The Attempt at a Solution

I rewrite the limit:
$$\lim_{x\rightarrow -\infty} \frac{e^x}{\frac{1}{x^2}}$$
applying L'Hospital's Rule:
$$\lim_{x\rightarrow -\infty} \frac{e^x}{-2(\frac{1}{x^3})}$$
But the numerator and denominator still go to zero...If I keep applying L'Hospital's Rule, I still won't get anywhere. It looks like x's exponent will continue to grow; then if I put the x term back in the numerator, it would seem like the x term would overcome e^x, and the limit would go to infinity. However, I graphed the function, and it seems to go to zero. What am I doing wrong?

 

[Curious3141]

Hint : try rewriting the limit as $$\lim_{x\rightarrow \infty} {(-x)}^2e^{-x}$$ = $$\lim_{x\rightarrow \infty} \frac{x^2}{e^x}$$ and apply L'Hopital's rule twice.

 

[Hurkyl]

it would seem like the x term would overcome e^x, and the limit would go to infinity.

Let this be your first lesson that exponential factors dominate polynomial factors.

Anyways, as Curious suggests, try moving the exponential to the bottom instead of the monomial.

 

[endeavor]

Yeah, that works.

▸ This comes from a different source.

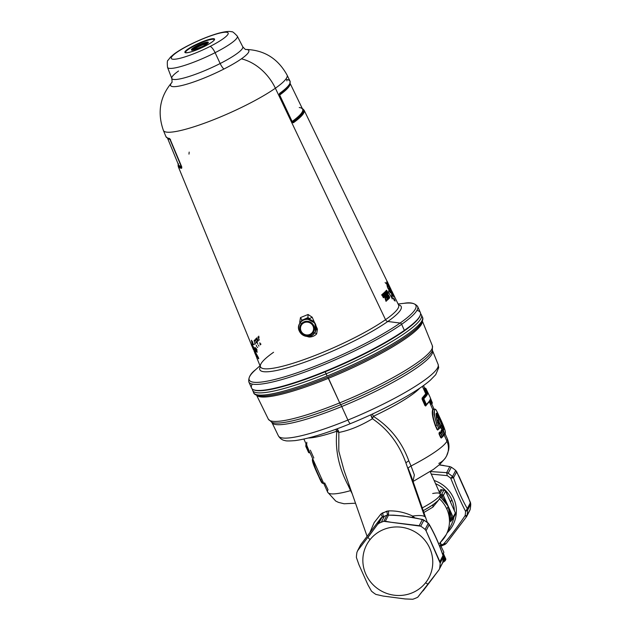 <?xml version="1.0" encoding="UTF-8"?>
<svg xmlns="http://www.w3.org/2000/svg" width="631" height="631" viewBox="0 0 631 631"><rect width="100%" height="100%" fill="white"/><g stroke="black" fill="none" stroke-linecap="round" stroke-linejoin="round"><path stroke-width="0.95" d="M420.214 315.35A92 15.026 155.9 0 1 325.288 371.738A92 15.026 155.9 0 1 286.592 385.494L286.75 385.028L286.592 385.494A92 15.026 155.9 0 1 253.757 389.808A92 15.026 -24.1 0 0 286.592 385.494A92 15.026 -24.1 0 0 325.288 371.738A92 15.026 -24.1 0 0 420.214 315.35M252.124 388.846L253.646 392.695C253.899 394.138 255.823 395.227 259.42 395.968L256.36 394.746L268.325 419.142L271.851 422.313A88.939 14.529 -24.1 0 0 340.708 404.708A88.939 14.529 155.9 0 1 271.851 422.313L278.413 435.903A87.488 14.292 -24.1 0 0 347.902 420.065A87.488 14.292 155.9 0 1 278.413 435.903C280.203 438.695 282.436 440.257 285.117 440.572C285.78 441.053 289.101 441.069 295.071 440.612C308.606 438.758 327.071 433.095 350.465 423.614A5.332 1.057 -112.2 0 1 347.902 420.065A5.332 1.057 67.8 0 0 350.465 423.614C383.041 410.395 416.744 392.206 430.342 380.185L435.705 374.696L438.695 367.652L438.135 364.45A87.488 14.292 155.9 0 1 347.902 420.065L341.734 406.538A88.017 14.379 155.9 0 1 271.827 422.47A88.017 14.379 -24.1 0 0 341.734 406.538A3.557 0.702 67.8 0 0 340.708 404.708A3.557 0.702 -112.2 0 1 341.734 406.538L347.902 420.065A87.488 14.292 -24.1 0 0 438.135 364.45L432.519 350.591A88.017 14.379 155.9 0 1 341.734 406.538A88.017 14.379 -24.1 0 0 432.519 350.591L432.377 350.505A88.939 14.529 155.9 0 1 340.708 404.708A3.557 0.702 -112.2 0 1 339.691 402.878A89.854 14.679 155.9 0 1 268.325 419.142A89.854 14.679 -24.1 0 0 339.691 402.878L328.483 378.3A90.817 14.836 -24.1 0 0 422.336 321.305A90.817 14.836 155.9 0 1 328.483 378.3L327.812 377.196A91.637 14.97 155.9 0 1 259.42 395.968A91.637 14.97 -24.1 0 0 327.812 377.196L339.691 402.878A3.557 0.702 67.8 0 0 340.708 404.708A88.939 14.529 -24.1 0 0 432.377 350.505L432.369 345.764A89.854 14.679 155.9 0 1 339.691 402.878A89.854 14.679 -24.1 0 0 432.369 345.764L422.163 320.58L421.035 323.671A91.637 14.97 155.9 0 1 327.812 377.196A91.637 14.97 -24.1 0 0 421.035 323.671C422.873 320.501 423.338 318.339 422.439 317.188A92.457 15.097 155.9 0 1 327.11 376.037A92.457 15.097 -24.1 0 0 422.439 317.188L421.437 314.948A92.457 15.097 155.9 0 1 326.109 373.789A5.332 1.057 -112.2 0 1 325.288 371.738A5.332 1.057 67.8 0 0 326.109 373.789A92.457 15.097 155.9 0 1 252.637 390.447A92.457 15.097 -24.1 0 0 326.109 373.789L327.11 376.037A92.457 15.097 155.9 0 1 253.646 392.695A92.457 15.097 -24.1 0 0 327.11 376.037L326.109 373.789A92.457 15.097 -24.1 0 0 421.437 314.948L420.577 313.489M328.483 378.3A90.817 14.836 155.9 0 1 256.778 395.361A90.817 14.836 -24.1 0 0 328.483 378.3M367.021 536.153L343.958 470.15L338.8 451.133L338.839 432.448C349.188 430.508 360.396 425.941 372.456 418.747L373.331 416.334A65.521 10.703 -24.1 0 0 419.812 388.12A65.521 10.703 155.9 0 1 373.331 416.334A5.332 0.576 64.9 0 1 372.393 414.054L373.331 416.334A5.332 1.025 -67.7 0 0 372.456 418.747A5.332 2.469 61 0 1 370.886 414.748L372.456 418.747C360.396 425.941 349.188 430.508 338.839 432.448L337.001 428.859A5.332 4.094 -102.6 0 1 338.839 432.448A5.332 2.398 17.5 0 0 336.851 431.202A65.521 10.703 155.9 0 1 308.267 438.017A65.521 10.703 -24.1 0 0 336.851 431.202L335.739 429.325A5.332 2.587 -108.8 0 1 336.851 431.202L338.839 432.448L338.8 451.133L343.966 470.182M348.202 485.484C338.721 467.555 334.943 449.461 336.851 431.202C334.943 449.461 338.721 467.555 348.202 485.484L349.235 485.247L348.202 485.484L350.568 490.634L351.065 490.484L350.568 490.634L352.193 493.718L348.202 485.484M360.695 544.75L360.411 545.2A3.557 3.439 27.4 0 1 360.711 544.727L380.738 518.319L382.599 517.073C383.53 517.12 383.459 515.756 382.41 512.971L388.538 510.921C396.733 510.637 404.779 512.356 412.674 516.071L412.39 517.262L412.674 516.071L414.535 517.665L412.682 516.079A30.761 7.501 -19.3 0 1 424.639 516.529L405.867 462.799C399.163 444.066 388.026 429.38 372.456 418.747C388.026 429.38 399.163 444.066 405.867 462.799L424.639 516.529A30.761 7.501 160.7 0 0 412.682 516.079L412.674 516.071C404.779 512.356 396.733 510.637 388.538 510.921L386.7 511.22L380.919 514.028L374.175 522.571L370.121 532.012L374.175 522.571L380.919 514.028L382.41 512.971C383.459 515.756 383.53 517.128 382.599 517.073L381.96 517.325L378.829 523.359L377.59 524.393L380.738 518.319A3.557 3.439 27.4 0 1 381.96 517.325L380.738 518.319L377.59 524.393L378.829 523.359A42.23 40.81 27.4 0 1 381.274 522.263A42.23 40.81 27.4 0 1 383.79 521.332L386.913 515.306A3.557 3.439 27.4 0 1 388.507 515.156L385.36 521.23L383.79 521.332L420.727 526.191A42.23 40.81 27.4 0 1 425.113 529.441L428.236 523.407A3.557 3.439 27.4 0 1 429.206 524.692L426.059 530.766L425.113 529.441L426.059 530.766L429.206 524.692L428.197 523.091L429.175 524.432L428.244 523.351L425.113 529.441A42.23 40.81 -152.6 0 0 420.727 526.191L419.189 525.678L422.336 519.605A3.557 3.439 27.4 0 1 423.851 520.157L420.727 526.191L423.898 520.133A42.23 40.81 27.4 0 1 428.244 523.351A42.23 40.81 -152.6 0 0 423.898 520.133L423.866 520.764L423.898 520.133L422.336 519.605L419.189 525.678L391.11 522.279L385.36 521.23L388.507 515.156L386.913 515.306L383.79 521.332A42.23 40.81 -152.6 0 0 381.274 522.263A42.23 40.81 -152.6 0 0 378.829 523.359L382 517.27A42.23 40.81 27.4 0 1 384.421 516.19L381.274 522.263L384.421 516.19A42.23 40.81 27.4 0 1 386.913 515.267L388.507 515.156C400.433 515.377 411.712 516.86 422.336 519.605L423.898 520.133M424.639 516.529A30.761 7.501 -19.3 0 1 425.759 517.759A30.761 7.501 160.7 0 0 424.639 516.529M423.267 510.629A32.891 5.371 -24.1 0 0 434.38 503.664M432.89 507.127L423.914 512.467L432.89 507.127L433.04 504.792L432.89 507.127L438.356 500.391M451.126 520.756L450.644 521.75L450.471 518.24L453.129 517.239L451.875 518.051L451.173 520.693L451.875 518.059L448.255 506.354L446.851 509.067A30.761 29.728 -152.6 0 0 439.523 498.9A30.761 29.728 27.4 0 1 446.851 509.067A30.761 29.728 27.4 0 1 446.243 534.607A30.761 29.728 -152.6 0 0 446.851 509.067L448.255 506.354L450.644 521.75L451.197 520.685L450.644 521.75A1.775 1.719 27.4 0 1 450.818 521.159L452.75 519.171L451.173 520.693L452.735 519.179L451.875 518.059L452.75 519.171A1.775 1.719 27.4 0 0 453.09 518.714A1.775 1.719 -152.6 0 0 453.129 517.239L443.388 495.461A1.775 1.719 -152.6 0 0 441.653 494.396L443.877 490.09A1.775 1.719 27.4 0 1 445.612 491.163L443.388 495.461L445.612 491.163L450.487 502.055L451.749 499.618A30.761 29.728 27.4 0 1 454.352 510.597A30.761 29.728 -152.6 0 0 451.749 499.618A30.761 29.728 -152.6 0 0 435.556 483.677A30.761 29.728 27.4 0 1 451.749 499.618L450.487 502.055L455.353 512.94L453.129 517.239A1.775 1.719 27.4 0 1 453.09 518.714L452.75 519.171M439.562 543.441L446.243 534.607L451.141 525.15A30.761 29.728 -152.6 0 0 453.878 517.207A30.761 29.728 27.4 0 1 451.141 525.15M441.195 541.556A30.761 29.728 -152.6 0 0 446.243 534.607M455.306 512.837L452.175 505.833M445.139 544.324L443.601 543.993C450.581 536.05 457.759 526.585 465.134 515.606C457.759 526.585 450.581 536.05 443.601 543.993L446.22 543.504L443.601 543.993A40.668 39.303 27.4 0 1 441.645 544.853L440.367 543.212L441.645 544.853A40.668 39.303 27.4 0 1 440.722 545.216A40.668 39.303 -152.6 0 0 441.645 544.853A40.668 39.303 -152.6 0 0 443.601 543.993L444.95 544.482L446.314 543.401L466.435 516.868L446.401 543.275M466.443 516.836L465.134 515.606A40.668 39.303 -152.6 0 0 465.591 511.402A40.668 39.303 27.4 0 1 465.134 515.606L467.035 515.456A42.23 40.81 -152.6 0 0 467.603 510.234A42.23 40.81 27.4 0 1 467.035 515.456L466.443 516.836L467.035 515.456L465.134 515.606L466.427 516.868L470.182 509.406L467.05 515.432A3.557 3.439 -152.6 0 1 466.735 516.387L466.443 516.852L466.735 516.387A3.557 3.439 -152.6 0 1 466.719 516.41M470.182 509.406A42.23 40.81 -152.6 0 0 470.75 504.137L468.21 496.889L459.218 476.784L455.685 470.442L456.67 471.68L453.523 477.762L456.67 471.68L470.474 502.536L467.326 508.61L470.474 502.536L470.75 504.137L467.626 510.163A3.557 3.439 -152.6 0 0 467.326 508.61L467.603 510.234L465.591 511.402L467.326 508.61C462.073 499.586 457.475 489.301 453.523 477.762A3.557 3.439 -152.6 0 0 452.561 476.476L455.685 470.442A42.23 40.81 -152.6 0 0 451.299 467.192L449.8 466.593L451.299 467.192L448.176 473.226A3.557 3.439 -152.6 0 0 446.653 472.666L449.8 466.593L439.2 464.905L449.8 466.593L446.653 472.666L430.318 471.538L446.653 472.666L448.168 473.282A42.23 40.81 27.4 0 1 452.514 476.508A42.23 40.81 -152.6 0 0 448.168 473.282L451.299 467.192A42.23 40.81 27.4 0 1 455.685 470.442L452.514 476.508L453.523 477.762L452.514 476.508L450.747 478.235L453.523 477.762C457.475 489.301 462.073 499.586 467.326 508.61L465.591 511.402C460.496 501.353 455.55 490.295 450.747 478.235A40.668 39.303 -152.6 0 0 447.253 475.64L446.653 472.666L447.253 475.64L431.273 474.102L447.253 475.64A40.668 39.303 27.4 0 1 450.747 478.235C455.55 490.295 460.496 501.353 465.591 511.402L467.603 510.234L470.75 504.137A42.23 40.81 27.4 0 1 470.182 509.406L469.574 510.794M447.174 532.809A32.323 31.235 -152.6 0 0 434.12 480.467A32.323 31.235 27.4 0 1 447.174 532.809M454.967 514.88A1.775 1.719 -152.6 0 0 455.353 512.94L445.612 491.163A1.775 1.719 -152.6 0 0 443.877 490.09L441.653 494.396A1.775 1.719 27.4 0 1 443.388 495.461L453.129 517.239L455.353 512.94A1.775 1.719 27.4 0 1 455.322 514.415L455.361 512.869M440.612 542.36L440.541 545.31L443.83 552.164A9.78 1.593 155.9 0 1 442.512 553.789A9.78 1.593 -24.1 0 0 443.814 552.464L443.364 553.6A8.889 1.451 155.9 0 1 443.372 553.576A8.889 1.451 155.9 0 1 443.364 553.6A8.889 1.451 155.9 0 1 443.27 553.773A8.889 1.451 155.9 0 1 443.27 553.781A8.889 1.451 155.9 0 1 443.08 554.01A8.889 1.451 155.9 0 1 443.08 554.018A8.889 1.451 155.9 0 1 442.812 554.278A8.889 1.451 155.9 0 1 442.804 554.286A8.889 1.451 155.9 0 1 442.717 554.365A8.889 1.451 -24.1 0 0 442.804 554.286A8.889 1.451 -24.1 0 0 443.08 554.018A8.889 1.451 -24.1 0 0 443.27 553.781A8.889 1.451 -24.1 0 0 443.372 553.576L445.88 559.176L443.372 553.576M436.108 415.024L437.504 417.462L436.108 415.017M443.262 429.175L443.759 429.49C443.285 425.807 441.463 420.948 438.277 414.914C435.721 411.191 435.422 413.337 437.386 421.358L438.395 423.456L438.395 422.762L438.395 423.456L438.797 422.975L438.395 422.762L437.283 422.944L438.797 422.975L437.299 422.92L439.239 422.391L437.646 422.462L439.239 422.391L438.624 420.333C436.92 414.173 440.706 419.804 441.645 424.127L441.566 425.365L442.583 427.124L441.645 424.127C440.706 419.804 436.92 414.173 438.624 420.333L437.031 420.64L438.245 420.341L438.805 421.997L437.606 422.281L439.144 421.847L438.395 423.456L437.386 421.358C435.422 413.337 435.721 411.191 438.277 414.914C441.463 420.948 443.285 425.807 443.759 429.49L438.726 417.627L438.048 417.343L438.245 420.341L438.048 417.343L436.384 417.438L436.889 417.588L436.676 418.85L436.337 417.509L436.849 417.604M448.255 506.354L442.134 496.274L443.388 495.461L442.126 496.274L441.653 494.396L442.126 496.274L440.525 495.54L442.126 496.274L448.255 506.354L451.875 518.051L450.471 518.24L451.875 518.051L450.471 518.225L448.255 506.354L441.258 497.638L442.134 496.274L441.258 497.638L442.126 496.274L441.25 497.63L440.414 496.849L448.255 506.354M440.367 494.538L441.653 494.396L440.367 494.538M445.565 491.06L444.074 490.042A1.775 0.773 92.3 0 0 443.877 490.09L440.746 489.648L439.397 492.259L440.746 489.648A1.775 1.719 -152.6 0 0 441.913 490.011L440.02 493.663L441.913 490.011L443.877 490.09L442.244 490.027M445.62 491.099L448.696 498.064M451.173 520.693L450.644 521.75M439.736 546.367L440.541 545.31L439.736 546.367M436.944 415.624L436.108 414.386M440.746 489.648L442.039 489.964L440.746 489.648M448.933 498.49L450.487 502.055L448.933 498.49M440.564 542.463L440.541 545.31M438.963 569.88L428.094 584.211L425.57 582.799A35.202 34.019 -152.6 0 0 419.047 534.591A35.202 34.019 -152.6 0 0 370.042 539.639L367.92 537.446L373.962 529.267L357.564 550.8L373.962 529.267L367.92 537.446L370.042 539.639A35.202 34.019 -152.6 0 0 376.565 587.847A35.202 34.019 -152.6 0 0 425.57 582.799A35.202 34.019 27.4 0 1 376.565 587.847A35.202 34.019 27.4 0 1 370.042 539.639A35.202 34.019 27.4 0 1 419.047 534.591A35.202 34.019 27.4 0 1 425.57 582.799L428.094 584.211L417.738 597.234A42.23 40.81 27.4 0 1 415.301 598.322A42.23 40.81 27.4 0 1 412.784 599.253L405.134 598.945L383.088 596.05L375.847 594.394A42.23 40.81 27.4 0 1 371.462 591.144L367.92 584.811L358.929 564.706L356.389 557.457A42.23 40.81 27.4 0 1 356.965 552.188L360.711 544.727L356.965 552.188A42.23 40.81 -152.6 0 0 356.389 557.457L358.929 564.706L367.92 584.811L371.462 591.144A42.23 40.81 -152.6 0 0 375.847 594.394L383.088 596.05L405.134 598.945L412.784 599.253A42.23 40.81 -152.6 0 0 415.301 598.322A42.23 40.81 -152.6 0 0 417.738 597.234L438.963 569.88L442.41 563.325A3.557 3.439 27.4 0 0 442.733 562.371L439.61 568.405L442.244 563.538M440.178 563.128L439.854 561.622L443.009 555.548A3.557 3.439 27.4 0 1 443.309 557.102L440.178 563.128L443.309 557.102L443.009 555.548L439.854 561.622L426.059 530.766L440.178 563.128A42.23 40.81 27.4 0 1 439.61 568.405A42.23 40.81 -152.6 0 0 440.178 563.128M433.402 577.294L424.087 589.567M436.321 413.36L440.083 419.489L443.396 428.93L440.083 419.489L436.218 413.597C436.116 416.492 436.518 419.079 437.409 421.358L437.204 421.469M453.366 477.73L450.747 478.235L452.514 476.508L453.366 477.73M446.764 472.832L448.168 473.282M403.327 515.945L393.539 515.164L403.233 515.937L422.959 519.542L428.197 523.091L429.206 524.692C434.459 533.716 439.058 544.001 443.009 555.548L443.325 557.078A42.23 40.81 27.4 0 1 442.757 562.308A42.23 40.81 -152.6 0 0 443.325 557.078L443.325 557.078M429.175 524.432L429.206 524.692C434.459 533.716 439.058 544.001 443.009 555.548L443.175 555.777M443.333 556.913L443.167 555.674C439.152 543.93 434.436 533.408 429.041 524.101M357.564 550.8L360.703 544.727L381.021 517.972M373.962 529.267L377.59 524.393L373.962 529.267M441.708 424.947L441.566 425.365M441.582 425.302L441.858 425.649L441.574 425.294L441.061 426.122L439.342 422.667L439.649 423.007L439.342 422.667L438.506 423.732L438.592 424.363L439.342 422.667L441.03 426.083L441.574 425.294L442.568 427.25L441.858 425.649L441.353 425.964L442.741 427.637L441.448 425.72M443.483 429.151L442.544 427.573M443.459 429.238L442.741 427.637L443.459 429.238M439.294 425.925L438.379 424.379L439.981 427.495L438.963 428.591L437.275 424.868C433.252 415.774 433.923 405.978 436.202 410.245C438.356 414.37 446.59 431.147 445.241 433.15L444.303 434.278L442.686 430.452L443.199 429.632L442.26 427.439L443.356 430.255L443.609 429.837M443.561 435.5L442.544 436.597L440.99 433.126L442.047 432.069L443.554 435.437L442.434 436.999L443.561 435.5L442.047 432.069L440.99 433.126L442.434 436.999L440.706 433.363L441.605 431.817L442.047 432.069M423.291 510.684L433.095 504.753L438.49 500.241L440.193 497.583L440.146 493.931A36.448 5.955 155.9 0 1 422.313 507.892A36.448 5.955 -24.1 0 0 440.146 493.931A36.448 5.955 -24.1 0 0 432.692 493.513M467.311 508.894L467.603 510.234M442.804 562.032L442.631 562.813M427.826 393.042L425.491 388.27L427.826 393.042C427.597 394.485 426.248 396.371 423.78 398.689C426.248 396.371 427.597 394.485 427.826 393.042M430.389 398.776C430.161 400.212 428.812 402.097 426.343 404.432L423.78 398.689L426.343 404.432A0.536 0.473 46.7 0 1 426.248 404.984L423.283 398.342A0.536 0.473 46.8 0 1 423.78 398.689L423.283 398.342C425.736 396.039 427.077 394.162 427.297 392.727L426.58 392.214L427.297 392.727C427.077 394.162 425.736 396.039 423.283 398.342L425.996 404.637L426.248 404.984L426.343 404.432C428.812 402.097 430.161 400.212 430.389 398.776L430.831 399.518L430.389 398.776L430.271 399.36M431.699 404.392L432.361 402.941L429.829 396.639L432.345 402.909L430.831 399.518L430.445 399.778L430.831 399.518L432.345 402.909L429.829 396.623L425.878 388.459A0.536 0.434 149.7 0 1 425.909 388.522L425.491 388.27L425.909 388.522M444.642 434.128L443.088 430.665L443.356 430.255L444.61 434.096L445.241 433.15C446.59 431.147 438.356 414.37 436.202 410.245C433.923 405.978 433.252 415.774 437.275 424.868L438.963 428.591L439.981 427.495L438.584 424.324M433.994 413.092L434.696 409.109C435.974 410.276 434.791 406.301 440.588 419.386C444.279 427.266 445.825 431.951 445.234 433.442L444.508 434.562L443.522 435.185L443.136 434.791L444.61 434.096L443.262 434.735M443.199 429.632L441.116 430.492L441.329 431.612L441.116 430.492L443.356 430.255L441.519 430.705L441.329 431.612L441.519 430.705L443.088 430.665L441.629 431.43L441.803 431.817L441.629 431.43L443.104 430.728L444.303 434.278M440.517 426.517L441.952 429.727L441.345 430.145L442.008 429.932L441.116 430.492L443.151 429.427L441.952 429.727L441.243 428.126L442.434 427.826L441.243 428.126L442.26 427.439L441.235 428.118L440.619 426.745M440.178 426.824L440.927 428.307L440.28 426.864L440.052 427.242L441.329 425.72M441.061 426.122L439.342 423.188L440.935 426.54L439.681 426.73M438.876 423.551L439.002 423.133M439.342 422.667L439.223 423.085M438.782 423.669L438.908 423.251M438.592 424.363L439.318 422.999M439.862 427.913L438.845 428.993L439.752 427.447M437.772 429.687L438.963 428.591L437.275 424.868L438.845 428.993L437.827 429.64L437.315 429.301L438.624 428.725L437.315 429.301L435.674 425.617L436.983 425.042L435.674 425.617C432.898 417.801 432.061 412.5 433.166 409.708L433.536 409.361L433.166 409.708C432.061 412.5 432.898 417.801 435.674 425.617L437.315 429.301M442.434 436.999L441.408 437.646L440.895 437.307L442.434 436.999M305.988 443.743L305.798 446.369L308.614 452.537A0.536 0.528 -36.3 0 1 308.559 452.443L305.996 446.709A0.536 0.528 -36.3 0 1 306.106 446.117L308.827 452.411L309.703 452.419L308.827 452.411M380.738 518.319L360.711 544.727M422.565 519.534L422.336 519.605C411.712 516.86 400.433 515.377 388.507 515.156L386.913 515.267A42.23 40.81 -152.6 0 0 384.421 516.19A42.23 40.81 -152.6 0 0 382 517.27M386.913 515.267L387.103 515.235C387.631 515.448 387.497 514.115 386.7 511.22M425.602 388.278A0.536 0.434 149.7 0 1 425.878 388.459L424.3 387.852M431.714 403.706L430.113 400.125L431.714 403.706L431.336 403.966L431.714 404.424L431.336 403.966L431.967 403.17L431.856 404.053L432.345 402.909M431.967 403.17L430.445 399.778L430.113 400.109L430.445 399.778L431.967 403.17M430.429 399.06C430.129 400.693 428.741 402.673 426.256 404.984L425.27 405.307L425.649 406.009L429.364 401.474L425.649 406.009L426.343 404.432M445.115 433.568L445.241 433.15M424.971 388.617L424.695 388.049L424.584 388.877L426.193 392.474L424.584 388.877L424.971 388.617L426.58 392.214L425.728 393.791L422.391 386.338L425.728 393.791L426.193 392.474L426.722 392.782L426.248 394.115L425.728 393.791L422.107 398.098L425.728 393.791L426.248 394.115L422.604 398.445L422.107 398.098L422.123 399.242L422.107 398.098L422.604 398.445L422.123 399.242L424.923 405.512L422.123 399.242L422.47 399.037L425.27 405.307L424.923 405.512L425.649 406.009L424.923 405.512L425.996 404.637L425.27 405.307L422.47 399.037L423.425 398.902L422.47 399.037L422.604 398.445L423.283 398.342L422.604 398.445L426.248 394.115L426.722 392.782A0.536 0.521 9.1 0 1 426.193 392.474L426.58 392.214L424.971 388.617L425.531 388.775L424.695 388.049L425.491 388.27M444.508 434.562L443.506 435.201L443.136 434.791L443.396 435.603L443.995 434.625L443.396 435.603M440.935 426.54L439.941 427.171L439.555 426.785L440.722 426.272M441.566 425.594L439.925 427.187L439.555 426.785L439.815 427.597M443.443 435.918L442.434 436.557L443.443 435.918M441.408 437.646L439.397 433.947L440.706 433.363L442.205 436.731L440.895 437.307L441.298 438.056L441.408 437.646M440.706 433.363L439.397 433.947L439.405 433.166L440.596 432.905L440.706 433.363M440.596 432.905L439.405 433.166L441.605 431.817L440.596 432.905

It must've slipped my mind that $$\lim_{x\rightarrow -\infty} f(x) = \lim_{x\rightarrow \infty} f(-x)$$.

Is there any other way to do it though?

 

[theperthvan]

intuition.
Looking at this one
$$\lim_{x\rightarrow \infty} \frac{x^2}{e^x}$$

Which one approaches infinity 'faster'?

 

[HallsofIvy]

For any positive n, a> 1, a^x goes to infinity faster than xⁿ so the fraction you have goes to 0. We say that a^x "dominates" xⁿ as Hurkyl said.


For example, for large enough x, 1.0000001^x is larger than x^100000000.